People who know me find it hard to understand why - for the last seven or eight years - I have become somewhat obsessed with antique glass - in particular, Georgian drinking glasses. Since I find it hard to understand myself, it is pretty much impossible for me to explain it, so this post is more of an exercise in thinking out loud, like an obsessive who talks in his sleep.
The photo above is of a bowl of a mid-eighteenth century wine glass, stipple-engraved with a diamond point by someone who was at the absolute pinnacle of his profession, over 250 years ago. It belongs to a friend of mine who is a top glass dealer, and he has probably forgotten more about glass than I'll ever know. If you think that someone like me is obsessive, then try talking to him for an hour or two, or my other friend who took the wonderful photo for him.
What makes this particular glass so spectacularly collectable, is not only the sheer skill involved in the engraving, but the subject matter itself. It is a glass within a glass, and I like to think that the glass held by the putti has itself got another glass engraved on it, and so on and so on, into infinity. Without this engraving, a glass of this sort would be expensive enough - maybe around £1000 - £1500, but I doubt that my mate would part with this one for less than about £30,000, and even then it would only be sold to prevent his wife from starving to death.

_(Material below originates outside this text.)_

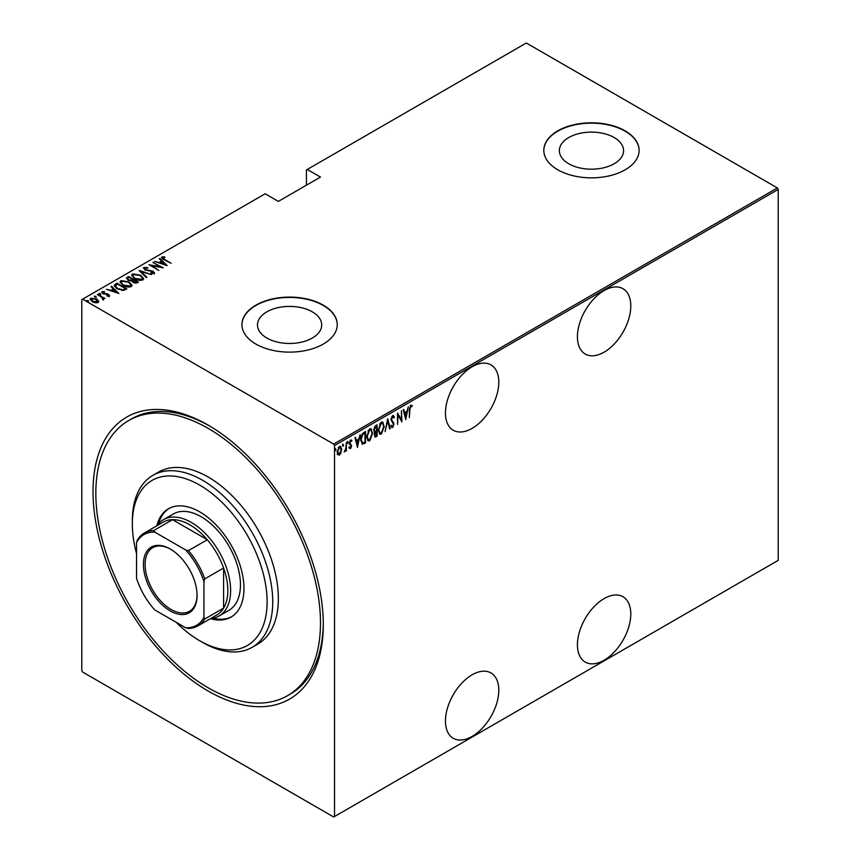 <?xml version="1.0" encoding="UTF-8"?>
<svg xmlns="http://www.w3.org/2000/svg" width="860" height="860" viewBox="0 0 860 860"><rect width="100%" height="100%" fill="white"/><g stroke="black" fill="none" stroke-linecap="round" stroke-linejoin="round"><path stroke-width="1.29" d="M208.163 425.141L208.152 425.13A162.82 94.009 60 0 1 208.163 425.13A162.82 94.009 60 0 1 323.296 624.553A162.82 94.009 60 0 1 208.152 691.032A162.82 94.009 60 0 1 93.02 491.608A162.82 94.009 60 0 1 208.152 425.13M287.584 695.654A158.853 91.719 60 0 1 201.358 683.625A158.853 91.719 60 0 1 103.125 543.423A158.853 91.719 60 0 1 128.731 420.508A158.853 91.719 60 0 1 214.957 432.537A158.853 91.719 60 0 1 313.19 572.738A158.853 91.719 60 0 1 287.584 695.654L290.39 694.031A158.853 91.719 -120 0 0 323.285 622.919M604.107 290.572A37.733 21.78 120 0 0 579.457 323.812A37.733 21.78 120 0 0 585.241 354.04A37.733 21.78 120 0 0 604.107 352.181A37.733 21.78 120 0 0 628.757 318.931A37.733 21.78 120 0 0 622.973 288.702A37.733 21.78 120 0 0 604.107 290.572M604.107 598.614A37.733 21.78 120 0 0 579.457 631.863A37.733 21.78 120 0 0 585.241 662.092A37.733 21.78 120 0 0 604.107 660.222A37.733 21.78 120 0 0 628.757 626.972A37.733 21.78 120 0 0 622.973 596.743A37.733 21.78 120 0 0 604.107 598.614M472.118 366.769A37.733 21.78 120 0 0 447.479 400.018A37.733 21.78 120 0 0 453.263 430.247A37.733 21.78 120 0 0 472.118 428.377A37.733 21.78 120 0 0 496.768 395.127A37.733 21.78 120 0 0 490.985 364.898A37.733 21.78 120 0 0 472.118 366.769M472.118 674.81A37.733 21.78 120 0 0 447.479 708.059A37.733 21.78 120 0 0 453.263 738.288A37.733 21.78 120 0 0 472.118 736.418A37.733 21.78 120 0 0 496.768 703.179A37.733 21.78 120 0 0 490.985 672.95A37.733 21.78 120 0 0 472.118 674.81M266.89 338.044A32.11 18.533 0 0 0 301.881 342.065A32.11 18.533 0 0 0 321.704 324.94A32.11 18.533 0 0 0 312.298 311.836A32.11 18.533 0 0 0 277.307 307.815A32.11 18.533 0 0 0 257.484 324.94A32.11 18.533 0 0 0 266.89 338.044M568.761 163.766A32.11 18.533 0 0 0 603.752 167.775A32.11 18.533 0 0 0 623.575 150.65A32.11 18.533 0 0 0 614.169 137.546A32.11 18.533 0 0 0 579.178 133.526A32.11 18.533 0 0 0 559.365 150.65A32.11 18.533 0 0 0 568.761 163.766M557.774 169.785A47.655 27.509 0 0 0 609.708 175.752A47.655 27.509 0 0 0 639.12 150.328A47.655 27.509 0 0 0 625.166 130.87A47.655 27.509 0 0 0 573.233 124.904A47.655 27.509 0 0 0 543.81 150.328A47.655 27.509 0 0 0 557.774 169.785M639.12 150.489A47.655 27.509 0 0 0 625.166 131.193A47.655 27.509 0 0 0 573.362 125.205A47.655 27.509 0 0 0 543.81 150.489M255.893 344.075A47.655 27.509 0 0 0 307.826 350.031A47.655 27.509 0 0 0 337.249 324.618A47.655 27.509 0 0 0 323.296 305.16A47.655 27.509 0 0 0 271.351 299.194A47.655 27.509 0 0 0 241.939 324.618A47.655 27.509 0 0 0 255.893 344.075M337.249 324.779A47.655 27.509 0 0 0 323.296 305.483A47.655 27.509 0 0 0 271.481 299.484A47.655 27.509 0 0 0 241.939 324.779M334.519 816.516L333.68 817L82.635 672.058L81.786 670.596L81.786 299.645L82.635 299.162L333.68 444.104L777.365 187.942L778.214 189.404L778.214 560.354L334.519 816.516L334.519 445.566L333.68 444.104M341.108 452.715L339.431 455.058L337.765 454.65L337.174 452.048L339.431 446.469L340.614 446.372L341.71 449.425L340.635 452.446M346.365 442.61L346.365 450.909L345.86 451.199L345.86 449.973L344.226 452.005L345.763 448.597L346.365 442.61M350.633 447.555L349.977 448.329L350.536 448.651L349.396 448.125L351.16 446.157L349.396 443.115L350.665 439.987L351.912 440.395L351.568 441.363L350.687 440.997L349.891 442.782L351.665 445.824L350.536 448.651L349.396 448.125M349.751 447.211L350.547 447.619M351.009 445.491L349.601 444.287M350.665 439.987L351.912 440.395L351.353 440.062L351.052 440.9M351.568 441.363L349.945 440.804M349.332 442.459L351.665 445.824M364.962 442.062L361.931 443.921L362.49 444.244L360.727 439.847C360.49 437.009 361.49 434.59 363.715 432.601L365.521 431.559L365.521 442.9L362.038 444.093M374.175 431.935L374.863 432.279L373.713 430.054L375.551 425.764L377.11 424.862L377.11 436.213L374.874 437.063L374.423 432.15M387.699 418.755L390.214 428.645L389.666 428.968L387.634 420.981L385.054 431.634L387.699 418.755M401.437 410.822L401.932 421.884L398.029 415.187L397.524 424.431L397.524 413.079L401.437 419.744L401.437 410.822M409.876 409.747L409.371 417.584L409.371 409.93L410.736 405.157L412.144 405.662L411.832 406.705L410.693 406.35L409.876 409.747L409.371 409.457M410.736 405.157L412.144 405.662L411.585 405.329L411.284 406.35M411.832 406.705L410.693 406.35M778.214 189.404L334.519 445.566M405.845 419.626L403.2 409.801L403.748 409.489L404.555 412.66L407.006 411.241L408.36 406.823L405.673 419.529M392.622 415.616L394.375 417.089L393.88 417.949L392.612 416.788L391.483 419.368L393.998 424.109L392.601 427.56L391.096 426.506L391.569 425.539L392.665 426.356L393.493 424.442L390.977 419.637L392.622 415.616L393.482 415.573M393.321 417.616L392.601 416.455L391.601 416.885M392.934 426.141L392.042 427.237L392.601 427.56L391.859 427.592M391.569 425.539L392.665 426.356M384.291 426.345L381.313 434.085L379.733 434.192L378.25 429.892L381.26 422.174L382.797 422.066L383.775 426.044M372.702 433.031L369.714 440.771L368.144 440.89L366.65 436.579L369.671 428.871L371.208 428.764L372.187 432.731M357.577 447.49L354.933 437.665L355.481 437.353L356.287 440.524L358.749 439.105L360.103 434.687L357.416 447.393M347.193 441.341L348.257 442.319L347.752 443.556L347.752 441.664M342.527 444.039L343.591 445.018L343.086 446.254L343.086 444.362M334.97 448.404L336.034 449.382L335.529 450.618L335.529 448.726M777.365 187.942L526.32 43L306.44 169.947L306.44 185.19M96.761 299.022L98.706 301.484L98.223 302.494L95.374 302.763L92.224 301.645L90.117 299.173L90.784 298.194L96.761 299.022L98.879 301.516M102.716 299.517L102.114 297.431L97.341 294.561L105.028 298.409L103.469 298.098L103.512 299.441L102.77 299.581L102.286 298.979L102.92 298.538L102.716 299.527L102.114 298.087M103.512 300.086L103.512 299.441M109.317 296.087L107.156 296.152L106.898 295.593L108.457 295.56L108.091 294.658L102.824 293.647L102.017 291.712L104.232 291.551L104.555 292.142L102.92 292.217L103.286 293.335L107.253 293.819L108.564 294.346L109.317 296.087L109.661 295.582M108.338 296.27L108.091 294.658M101.641 292.282L102.017 291.712L102.017 292.357L104.232 292.207M102.92 292.217L103.286 293.883M115.186 284.252L117.003 283.209L126.829 288.885L123.442 290.433L117.003 288.745L114.068 285.595L117.003 283.209M128.591 276.522L138.417 282.188L137.32 282.833L133.085 282.456L131.644 280.876L127.979 280.091L127.033 277.414L128.591 276.522L129.043 277.425M126.42 278.274L128.591 277.167M139.18 270.405L151.521 274.63L141.008 271.534L146.909 277.296L146.361 277.608L139.18 270.599M152.908 262.472L163.239 267.858L151.586 265.643L158.831 270.405L149.006 264.729L160.637 266.944L152.908 262.472M162.927 257.57L164.647 259.505L171.183 263.278L164.045 259.731C162.142 258.978 161.444 258.054 161.959 256.957L164.507 256.807L164.948 257.419L162.927 257.57L163.142 259.204M161.54 257.548L161.959 256.957L161.959 257.613L164.507 257.452M82.635 299.162L265.159 193.779L278.361 201.401L320.479 177.074L307.289 169.463M167.152 265.6L154.671 261.462L159.186 262.493L161.637 261.075L159.293 258.796L159.842 258.473L167.152 265.6M144.846 268.008L145.383 269.621L153.263 271.265L154.166 273.394L150.995 273.297L150.865 272.684L153.22 272.771L152.8 271.577L144.856 269.9L143.846 267.417L147.748 267.643L147.759 268.212L144.846 268.008L144.577 268.89M154.574 272.76L154.166 273.394M152.446 273.577L153.22 273.426L152.8 271.577M143.373 268.126L143.846 267.417L143.846 268.062L145.813 267.847M140.642 275.178L143.674 278.651L142.868 279.919C139.815 280.715 137.073 280.306 134.644 278.704L131.644 275.221L132.483 273.974L140.642 275.178L140.642 275.781M129.054 281.876L132.085 285.348L131.279 286.606C128.226 287.401 125.485 287.004 123.055 285.391L120.056 281.919L120.894 280.672L129.054 281.876L129.054 282.478M118.884 293.464L106.414 289.325L110.919 290.358L113.369 288.938L111.037 286.66L111.585 286.337L118.884 293.464M99.104 294.045L100.427 294.227L100.427 293.572L100.749 294.346L99.416 294.163L99.104 293.4L100.427 293.572L100.749 294.346M94.439 296.732L95.772 296.915L95.772 296.27L96.083 297.033L94.439 296.087L96.083 297.033M86.881 301.097L88.204 301.279L88.204 300.635L88.526 301.398L86.881 300.452L88.526 301.398M209.571 425.958A158.853 91.719 -120 0 0 131.537 418.885L128.731 420.508M164.507 257.398L164.507 256.807M159.337 263.052L161.637 261.075M159.713 259.204L159.842 258.473M159.842 259.129L166.313 265.428M160.444 262.923L165.195 264.547L162.389 261.805L160.444 263.429M153.413 262.762L153.413 262.182M160.637 267.008L161.755 267.653M151.586 266.224L151.586 265.643M150.478 265.579L151.586 265.804M147.748 268.212L147.748 267.643M144.846 268.653L145.383 270.266M145.383 270.169L145.383 269.621M154.166 274.039L153.263 271.265M153.22 273.426L152.8 272.233L153.22 273.426M139.89 271.298L141.008 271.685M146.49 277.533L141.008 271.534M141.115 276.114L143.642 278.962M131.688 275.576L132.483 273.974M132.483 274.63L135.084 274.136M132.816 276.017L134.203 278.436M140.008 280.403L141.835 279.994L142.491 278.554M135.149 278.414L141.835 279.349L142.524 278.231L140.148 275.479L133.515 274.544L132.784 275.684L135.149 278.984M141.835 279.994L141.835 279.349M132.752 279.565L133.698 280.113M136.912 281.962L137.858 282.521M126.484 278.608L127.033 278.07M131.021 280.93L132.752 279.5L129.097 277.393L128.355 277.823L127.549 278.672L128.484 279.801L131.236 280.242L132.752 279.5M127.645 279.027L128 280.102M135.385 283.241L136.912 281.897L133.418 280.285L132.666 281.08L133.569 282.155L136.912 281.897M132.762 281.435L133.085 282.456M136.213 282.951L136.213 282.295M133.569 282.714L133.569 282.155M131.236 280.887L131.236 280.242M128.484 280.36L128.484 279.801M129.516 282.811L132.053 285.66M120.088 282.263L120.894 280.672M120.894 281.317L123.496 280.833M121.228 282.714L122.614 285.133M128.409 287.1L130.247 286.692L130.892 285.251M123.56 285.101L130.247 286.036L130.935 284.918L128.548 282.166L121.926 281.241L121.185 282.37L123.56 285.671M130.247 286.692L130.247 286.036M125.313 288.659L126.269 289.207M114.122 285.939L115.186 284.907M121.905 290.454L124.904 289.476L125.313 288.594L117.508 284.079L115.283 286.036L116.508 288.444M122.808 290.368L125.313 288.594M117.508 289.024L117.508 288.455L122.808 289.723M115.391 285.595L117.508 288.455M111.08 290.916L113.369 288.938M111.445 287.068L111.585 286.337M111.585 286.982L118.046 293.292M112.187 290.787L116.928 292.411L114.122 289.669L112.187 291.293M108.457 296.216L108.091 295.302L108.457 296.216M104.232 292.088L104.232 291.551M102.92 292.862L103.286 293.98L102.92 292.862M105.522 294.303L105.522 293.69M107.253 294.356L107.253 293.819M108.446 294.926L108.564 294.346M108.564 294.991L109.317 296.732M100.427 294.227L100.749 294.991M97.846 294.851L97.846 294.27M101.759 297.173L103.469 298.162M95.772 296.915L96.083 297.678M90.16 299.517L90.784 298.194M90.784 298.85L92.396 298.452M91.203 299.839L91.676 298.71L92.719 301.344L97.782 301.527M91.676 299.355L92.719 302M96.632 302.87L97.846 301.871M92.719 301.914L92.719 301.344M97.341 302.623L96.245 299.312L91.676 298.71M88.204 301.279L88.526 302.043M411.273 406.382L410.521 405.963L411.273 406.382M403.329 409.725L404.555 412.66M406.844 411.338L406.619 412.477M405.651 417.401L405.425 418.562M406.748 412.553L404.254 413.348L405.78 417.476L406.748 412.553L404.813 413.671L405.78 417.476M404.254 413.348L404.813 413.671M401.373 419.712L401.373 421.131M397.524 413.477L401.437 419.744M393.192 415.477L394.375 417.089M390.913 419.046L391.687 420.357M391.128 420.035L393.676 422.561M393.117 422.238L393.998 424.109M391.01 425.216L392.106 426.033L391.01 425.216M387.43 419.562L390.214 428.645M382.506 431.612L380.743 433.752L381.313 434.085M380.743 433.752L379.464 433.999M382.506 421.948L383.721 425.528M382.281 423.12L380.722 423.002L379.529 424.238M378.26 430.398L379.668 432.784M378.755 429.602L379.948 432.978L381.281 432.935L383.796 426.635L382.582 423.249L381.281 423.324L378.755 429.602L378.26 429.312M380.722 423.002L381.281 423.324M376.551 425.184L376.551 426.281M376.551 430.57L376.551 431.666M376.551 435.375L377.11 436.213M376.551 435.891L375.444 436.525L376.013 436.848M375.444 436.525L374.616 436.815M373.648 429.43L374.648 430.881M373.735 429.484L374.487 430.892M375.207 431.215L376.605 430.537L376.605 426.323L374.304 427.259M374.154 434.44L375.358 435.418M374.24 434.483L375.917 435.74L374.863 435.612M375.917 435.74L376.605 435.343L376.605 431.698L374.831 432.268M375.702 431.58L376.271 431.903L374.723 434.762M375.304 426.42L375.863 426.753L374.218 429.753M376.605 426.323L375.863 426.753M370.907 438.31L369.155 440.449L369.714 440.771M369.155 440.449L367.865 440.685M370.918 428.645L372.133 432.214M370.692 429.817L369.133 429.699L367.929 430.935M366.661 437.084L368.08 439.471M367.156 436.289L368.349 439.675L369.692 439.621L372.197 433.332L370.983 429.935L369.692 430.021L367.156 436.289L366.672 436.009M369.133 429.699L369.692 430.021M364.962 431.881L364.962 432.978M364.962 442.577L365.521 442.9M363.78 443.265L364.339 443.588M360.748 440.46L362.006 442.653M360.748 439.277L362.791 442.997L365.016 442.029L365.016 433.01L363.78 433.075L361.619 435.031M361.716 442.535L362.791 442.997M362.092 434.343L362.651 434.665L361.232 439.567M365.016 433.01L362.651 434.665M355.072 437.589L356.287 440.524M358.588 439.191L358.362 440.341M357.394 445.265L357.169 446.426M358.491 440.417L355.986 441.212L357.523 445.34L358.491 440.417L356.545 441.535L357.523 445.34M355.986 441.212L356.545 441.535M349.977 448.329L348.827 447.802M349.181 446.888L349.988 447.297M350.45 445.158L349.827 444.663L350.45 445.158M351.009 441.04L350.117 440.675L351.009 441.04M350.149 443.642L350.901 444.33M347.698 441.997L347.193 443.233M345.806 448.103L345.806 449.941M344.806 450.941L344.355 451.532M343.033 444.695L342.527 445.931M339.99 453.553L338.872 454.736L339.431 455.058M338.872 454.736L337.206 454.327M340.334 446.265L341.14 448.877M341.173 449.124L341.71 449.425M340.098 447.329L338.292 447.673M337.109 451.425L338.872 453.714M337.185 451.468L339.442 454.037L338.26 453.865M338.872 447.168L339.442 447.49L337.668 451.747M339.442 454.037L341.205 449.715L339.829 447.103M335.475 449.06L334.97 450.296M176.278 622.361A95.309 55.029 -120 0 0 195.65 638.27A95.309 55.029 -120 0 0 199.735 640.764A95.309 55.029 -120 0 0 267.094 604.193A95.309 55.029 -120 0 0 203.809 487.62A95.309 55.029 -120 0 0 132.332 524.03A95.309 55.029 -120 0 0 136.546 553.55M132.332 524.03L132.332 520.794A99.287 57.319 60 0 1 152.897 475.344A99.287 57.319 60 0 1 206.787 482.858A99.287 57.319 60 0 1 268.18 570.481A99.287 57.319 60 0 1 252.184 647.3A99.287 57.319 60 0 1 202.541 642.388L199.735 640.764M219.106 615.953L228.932 610.288A55.599 32.099 -120 0 0 237.898 567.267A55.599 32.099 -120 0 0 203.519 518.193A55.599 32.099 -120 0 0 173.333 513.979L163.507 519.655A55.599 32.099 60 0 1 191.307 522.407A55.599 32.099 60 0 1 227.631 571.405A55.599 32.099 60 0 1 219.106 615.953A55.599 32.099 60 0 1 210.754 618.49M210.431 618.673A62.543 36.109 -120 0 0 231.007 617.114A62.543 36.109 -120 0 0 241.09 568.718A62.543 36.109 -120 0 0 202.412 513.517A62.543 36.109 -120 0 0 168.452 508.776A62.543 36.109 -120 0 0 156.821 525.815M169.173 508.389A62.543 36.109 -120 0 0 158.53 523.815M252.184 647.3L257.796 644.065A99.287 57.319 -120 0 0 273.802 567.234A99.287 57.319 -120 0 0 212.409 479.622A99.287 57.319 -120 0 0 158.519 472.097L152.897 475.344M213.022 618.189A62.543 36.109 -120 0 0 231.695 616.695M170.248 610.933A37.926 21.898 60 0 1 143.426 564.482A37.926 21.898 60 0 1 170.248 549.002L170.248 549.002A37.926 21.898 60 0 1 197.069 595.453A37.926 21.898 60 0 1 170.248 610.933M170.667 549.25A36.733 21.21 -120 0 0 152.725 547.669A36.733 21.21 -120 0 0 147.092 577.103A36.733 21.21 -120 0 0 171.086 609.471A36.733 21.21 -120 0 0 189.458 611.299A36.733 21.21 -120 0 0 197.058 594.959M203.949 617.254L204.787 618.996A53.61 30.949 60 0 1 197.897 625.908L216.709 615.05A53.61 30.949 -120 0 0 223.6 608.128A53.61 30.949 -120 0 0 223.6 568.019A53.61 30.949 -120 0 0 207.271 539.736A53.61 30.949 -120 0 0 189.899 524.847A53.61 30.949 -120 0 0 172.537 519.677A53.61 30.949 -120 0 0 163.099 522.192L144.286 533.049A53.61 30.949 60 0 1 153.725 530.545L154.8 532.136A52.417 30.261 -120 0 0 136.546 542.681L136.546 578.339A52.417 30.261 -120 0 0 154.8 609.966L185.685 627.789A52.417 30.261 -120 0 0 203.949 617.254L203.949 581.596A52.417 30.261 -120 0 0 185.685 549.97L154.8 532.136M185.685 549.97L188.458 550.593L207.271 539.736L172.537 519.677L153.725 530.545M157.133 525.632A55.599 32.099 60 0 1 163.507 519.655M204.787 618.996L223.6 608.128L223.6 568.019L204.787 578.877L203.949 581.596M197.897 625.908A53.61 30.949 60 0 1 188.458 628.423L185.685 627.789M136.546 542.681L137.396 539.972A53.61 30.949 60 0 1 144.286 533.049M188.458 550.593A53.61 30.949 60 0 1 204.787 578.877M164.647 260.085L164.647 259.505M149.156 270.932L149.156 270.363M132.418 280.338L132.418 279.693M124.904 289.476L124.904 288.831M392.171 421.239L392.73 421.572M363.78 433.075L364.339 433.397M153.488 272.394L153.488 273.039M132.784 275.684L132.784 276.329M142.524 278.231L142.524 278.877M132.666 281.08L132.666 281.725M127.549 278.672L127.549 279.317M121.185 282.37L121.185 283.026M130.935 284.918L130.935 285.574M108.629 295.302L108.629 295.947M102.673 292.572L102.673 293.217M411.445 406.447L410.887 406.124M392.16 426.388L391.601 426.055M379.948 432.978L379.378 432.655M382.582 423.249L382.012 422.916M368.349 439.675L367.79 439.352M370.983 429.935L370.423 429.613M350.117 447.608L349.558 447.286M351.202 440.987L350.633 440.653M350.418 443.825L349.848 443.491"/></g></svg>

In one of the many books on antique glass I have, there is a photo of an 18th century, Italian or French glass, made in the style known as Facon de Venise, and a more over-the-top glass you will never see. The bowl is supported by an impossibly thin stem, and emanating from that stem are equally thin, fronds and laces that sprout away from the bowl like so much spun-sugar surrounding a pudding made for consumption by the King of the Faeries. The caption by the author reads: "The survival of this glass is a testimony to the sobriety of the former owner".
That sums it up really. Part of the fascination for me is that not only have these extremely delicate and fragile objects survived two or three hundred years, many wars and natural disasters, but also they have survived - by definition of their use - in the hands of drunkards.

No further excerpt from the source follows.